I am monitoring the performance and CPU of a large java application , using VisualVM. When I look at its memory profile I see maximum heap (about 50%) is being used up by char arrays.
Following is a screenshot of the memory profile:
In the memory profile at any given time i see roughly about 9000 char[] objects.
The application accepts a large file as input. The file roughly has about 80 lines each line consisting of 15-20 delimited config options. The application parses the file and stores these lines in a ArrayList of Strings. It then parses these string to get the individual config options for each server.
The application also frequently logs each event to the console.
Java implementation of Strings uses char[] internally along with a reference to array and 3 integer.
From different posts on the internet it seems like StringBuffer , StringBuilder , String.intern() are more memory efficient data types.
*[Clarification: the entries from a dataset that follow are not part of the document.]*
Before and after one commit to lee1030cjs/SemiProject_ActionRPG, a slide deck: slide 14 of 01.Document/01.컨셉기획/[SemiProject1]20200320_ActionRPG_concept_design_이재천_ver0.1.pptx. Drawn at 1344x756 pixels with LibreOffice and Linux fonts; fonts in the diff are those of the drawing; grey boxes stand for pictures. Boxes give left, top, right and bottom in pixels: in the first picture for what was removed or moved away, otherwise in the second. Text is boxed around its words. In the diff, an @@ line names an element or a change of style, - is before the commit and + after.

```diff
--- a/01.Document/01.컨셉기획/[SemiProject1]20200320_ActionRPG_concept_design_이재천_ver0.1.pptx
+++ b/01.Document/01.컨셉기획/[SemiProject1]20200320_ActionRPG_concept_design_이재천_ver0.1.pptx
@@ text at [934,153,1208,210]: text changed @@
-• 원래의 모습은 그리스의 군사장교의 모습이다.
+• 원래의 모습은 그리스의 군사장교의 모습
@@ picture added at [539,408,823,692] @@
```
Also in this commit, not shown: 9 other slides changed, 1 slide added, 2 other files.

How do they compare to java.lang.String ? Has anybody benchmarked them ? If the application uses multithreading (which it does)are they a safe alternative ?
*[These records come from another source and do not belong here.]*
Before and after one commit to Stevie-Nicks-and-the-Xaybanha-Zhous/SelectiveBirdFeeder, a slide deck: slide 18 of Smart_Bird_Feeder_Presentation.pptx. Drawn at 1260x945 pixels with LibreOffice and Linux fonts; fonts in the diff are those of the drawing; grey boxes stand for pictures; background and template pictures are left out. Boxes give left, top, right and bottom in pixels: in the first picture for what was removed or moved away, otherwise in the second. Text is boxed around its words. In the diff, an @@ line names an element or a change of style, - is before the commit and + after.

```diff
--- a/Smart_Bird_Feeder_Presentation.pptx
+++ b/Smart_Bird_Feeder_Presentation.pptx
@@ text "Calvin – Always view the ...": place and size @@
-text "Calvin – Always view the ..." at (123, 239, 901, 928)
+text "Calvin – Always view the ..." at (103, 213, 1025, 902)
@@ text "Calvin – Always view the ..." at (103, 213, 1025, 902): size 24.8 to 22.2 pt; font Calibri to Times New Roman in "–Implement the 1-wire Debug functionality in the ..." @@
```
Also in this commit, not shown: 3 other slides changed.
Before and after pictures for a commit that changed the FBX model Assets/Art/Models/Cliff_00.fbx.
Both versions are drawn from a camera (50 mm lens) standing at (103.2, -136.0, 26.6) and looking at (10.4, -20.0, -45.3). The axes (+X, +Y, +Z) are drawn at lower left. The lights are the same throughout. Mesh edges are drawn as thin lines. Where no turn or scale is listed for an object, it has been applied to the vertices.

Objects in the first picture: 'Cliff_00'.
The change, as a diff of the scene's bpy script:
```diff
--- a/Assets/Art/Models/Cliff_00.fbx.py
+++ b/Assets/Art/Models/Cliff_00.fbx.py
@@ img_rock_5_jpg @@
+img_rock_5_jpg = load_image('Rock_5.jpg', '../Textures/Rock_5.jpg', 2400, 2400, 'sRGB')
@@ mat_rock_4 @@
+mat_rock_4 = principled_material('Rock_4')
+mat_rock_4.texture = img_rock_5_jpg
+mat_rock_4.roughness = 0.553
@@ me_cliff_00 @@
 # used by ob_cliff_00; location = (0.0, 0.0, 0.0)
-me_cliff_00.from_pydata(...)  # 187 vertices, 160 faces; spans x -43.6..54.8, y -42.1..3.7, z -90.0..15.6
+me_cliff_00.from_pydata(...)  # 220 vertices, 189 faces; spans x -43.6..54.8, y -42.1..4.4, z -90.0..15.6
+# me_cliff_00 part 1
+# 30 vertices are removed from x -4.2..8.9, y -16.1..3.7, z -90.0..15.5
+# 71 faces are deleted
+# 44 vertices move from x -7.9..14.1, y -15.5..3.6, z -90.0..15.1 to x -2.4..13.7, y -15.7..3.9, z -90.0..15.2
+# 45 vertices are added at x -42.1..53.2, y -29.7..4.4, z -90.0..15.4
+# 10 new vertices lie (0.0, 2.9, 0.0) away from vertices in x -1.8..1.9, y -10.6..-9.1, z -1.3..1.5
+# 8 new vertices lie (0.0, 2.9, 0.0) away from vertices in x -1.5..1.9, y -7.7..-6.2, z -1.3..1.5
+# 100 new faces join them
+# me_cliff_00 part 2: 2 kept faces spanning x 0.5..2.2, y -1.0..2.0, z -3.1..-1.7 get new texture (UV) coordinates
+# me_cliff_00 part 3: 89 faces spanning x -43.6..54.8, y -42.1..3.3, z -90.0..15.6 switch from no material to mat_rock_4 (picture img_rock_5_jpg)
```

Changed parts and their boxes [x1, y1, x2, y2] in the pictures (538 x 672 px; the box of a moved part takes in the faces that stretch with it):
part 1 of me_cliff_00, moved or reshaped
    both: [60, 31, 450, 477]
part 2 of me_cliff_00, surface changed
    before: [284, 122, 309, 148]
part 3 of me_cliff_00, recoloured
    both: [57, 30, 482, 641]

What I do is is have one or more String pools. I do this to a) not create new Strings if I have one in the pool and b) reduce the retained memory size, sometimes by a factor of 3-5. You can write a simple string interner yourself but I suggest you consider how the data is read in first to determine the optimal solution. This matters as you can easily make matters worse if you don't have an efficient solution.
As EJP points out processing a line at a time is more efficient, as is parsing each line as you read it. i.e. an int
or double
takes up far less space than the same String (unless you have a very high rate of duplication)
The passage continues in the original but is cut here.